Gemäss Tourenprogramm wäre die Überschreitung des Rosenhorns am 31. Juli angesagt gewesen. Das Wetter hat aber nicht mitgespielt, und so konnte die Tour nicht am vorgesehenen Datum stattfinden.  Da sich am Ende nur zwei Verwegene nicht vom furchteinflössenden Tourenbeschreibungstext (ZS, lange Tour) haben abschrecken lassen, bot ich ihnen an, die Tour in der Folgewoche einzuplanen und auf ein gutes Wetterfenster zu hoffen.

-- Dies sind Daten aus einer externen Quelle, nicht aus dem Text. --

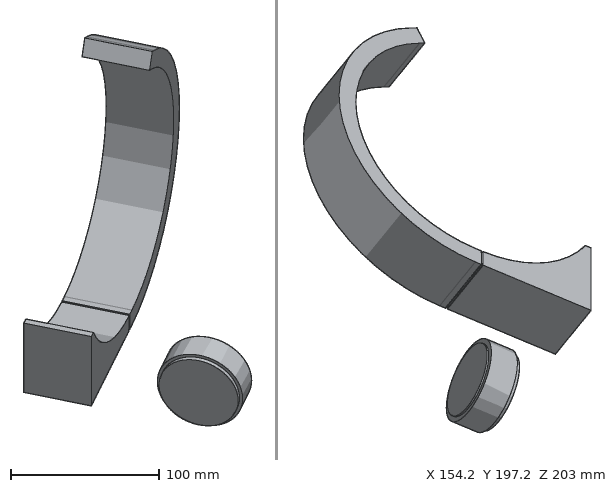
import cadquery as cq
import math

total_length_x = 154.2
total_length_y = 197.2
total_height = 203.0

strap_width = 48.0
outer_radius = 106.6
strap_thickness = 13.2
inner_radius = outer_radius - strap_thickness
strap_flat = 4.7
end_angle = math.atan(strap_flat / outer_radius) + math.acos(
    (total_height - outer_radius) / math.hypot(outer_radius, strap_flat)
)
strap_center_y = total_length_y - outer_radius

joint_gap = 1.5
strap_joint_y = strap_center_y - strap_flat
block_length = strap_joint_y - joint_gap
block_height = 60.5

joint_inset = 1.0

puck_radius = block_height / 2
puck_depth = 20.3
front_disc_radius = 28.0
front_disc_depth = 3.0
rear_boss_radius = 26.6
rear_boss_depth = 1.2
puck_x = total_length_x - puck_radius


def strap_point(radius, angle):
    """(Y, Z) of a point on the strap arc, at an angle from +Z towards +Y."""
    return (
        strap_center_y + radius * math.sin(angle),
        outer_radius + radius * math.cos(angle),
    )


def strap_end_point(radius):
    """(Y, Z) of a corner at the free end, where the strap runs on straight past its arc."""
    arc_y, arc_z = strap_point(radius, end_angle)
    return (
        arc_y - strap_flat * math.cos(end_angle),
        arc_z + strap_flat * math.sin(end_angle),
    )


def make_strap():
    """Open hoop of rectangular section with a short straight stretch at each end."""
    mid_angle = (end_angle + math.pi) / 2
    return (
        cq.Workplane("YZ")
        .moveTo(strap_joint_y, 0)
        .lineTo(*strap_point(outer_radius, math.pi))
        .threePointArc(strap_point(outer_radius, mid_angle), strap_point(outer_radius, end_angle))
        .lineTo(*strap_end_point(outer_radius))
        .lineTo(*strap_end_point(inner_radius))
        .lineTo(*strap_point(inner_radius, end_angle))
        .threePointArc(strap_point(inner_radius, mid_angle), strap_point(inner_radius, math.pi))
        .lineTo(strap_joint_y, strap_thickness)
        .close()
        .extrude(strap_width)
    )


def make_block():
    """Block whose top is hollowed by a cylinder of the strap's inner radius."""
    hollow = (
        cq.Workplane("YZ")
        .center(strap_joint_y, outer_radius)
        .circle(inner_radius)
        .extrude(strap_width)
    )
    return cq.Workplane("XY").box(strap_width, block_length, block_height, centered=False).cut(hollow)


def make_joint_plate():
    """Thin plate between the block and the lower end of the strap."""
    plate_height = strap_thickness - 2 * joint_inset
    return cq.Workplane("XY", origin=(0, block_length, joint_inset)).box(
        strap_width, joint_gap, plate_height, centered=False
    )


def make_disc(radius, front_y, depth):
    """Disc on the puck axis, running towards +Y from its front face."""
    return (
        cq.Workplane("XZ", origin=(puck_x, front_y, puck_radius))
        .circle(radius)
        .extrude(-depth)
    )


def make_puck():
    """Puck behind the front disc, with a low boss on its rear face."""
    boss_y = front_disc_depth + puck_depth
    body = make_disc(puck_radius, front_disc_depth, puck_depth)
    return body.union(make_disc(rear_boss_radius, boss_y, rear_boss_depth))


strap = make_strap()
block = make_block()
joint_plate = make_joint_plate()
front_disc = make_disc(front_disc_radius, 0, front_disc_depth)
puck = make_puck()

result = cq.Compound.makeCompound(
    [strap.val(), block.val(), joint_plate.val(), front_disc.val(), puck.val()]
)

Der Donnerstag versprach recht schön zu werden, aber leider bescherte das Dauertief in tieferen Lagen viel Regen und über 3'000 müM viel Schnee. Sollten wir die Tour trotzdem wagen und einen Abbruch mitten in der Tour riskieren? Nach einen kurzen Gespräch mit den Teilnehmern Julia Sprunger und Jonas Himmelsbach, sowie einem Chat mit Jonas Allemann entschied ich die Tour durchzuführen. Am Mittwoch stiegen wir um 10:30 Uhr zur Glecksteinhütte hoch. Entlang der Drahtseile und hübsch in den Felsen gehauenen Weg, vorbei an der Pfingstegg, unter dem berühmten Wasserfall durch, einige Wanderer begrüssend, bis wir um 13:00 auf der Hütte ankamen. Am Nachmittag machten wir etwas Seiltechnik und zeigten Julia diverse Dinge, auf die es am Tourentag ankommen wird. Insbesondere der Ablauf der Handlungen im Falle eines Spaltensturzes, der  Selbstaufstieg und das anseilen in der Seilmitte wurde geübt. Wie erwartet waren infolge des vielen Neuschnees nicht viele Tourengänger in der Hütte, nur eine zweite Seilschaft, die allerdings das Wetterhorn besteigen wollte.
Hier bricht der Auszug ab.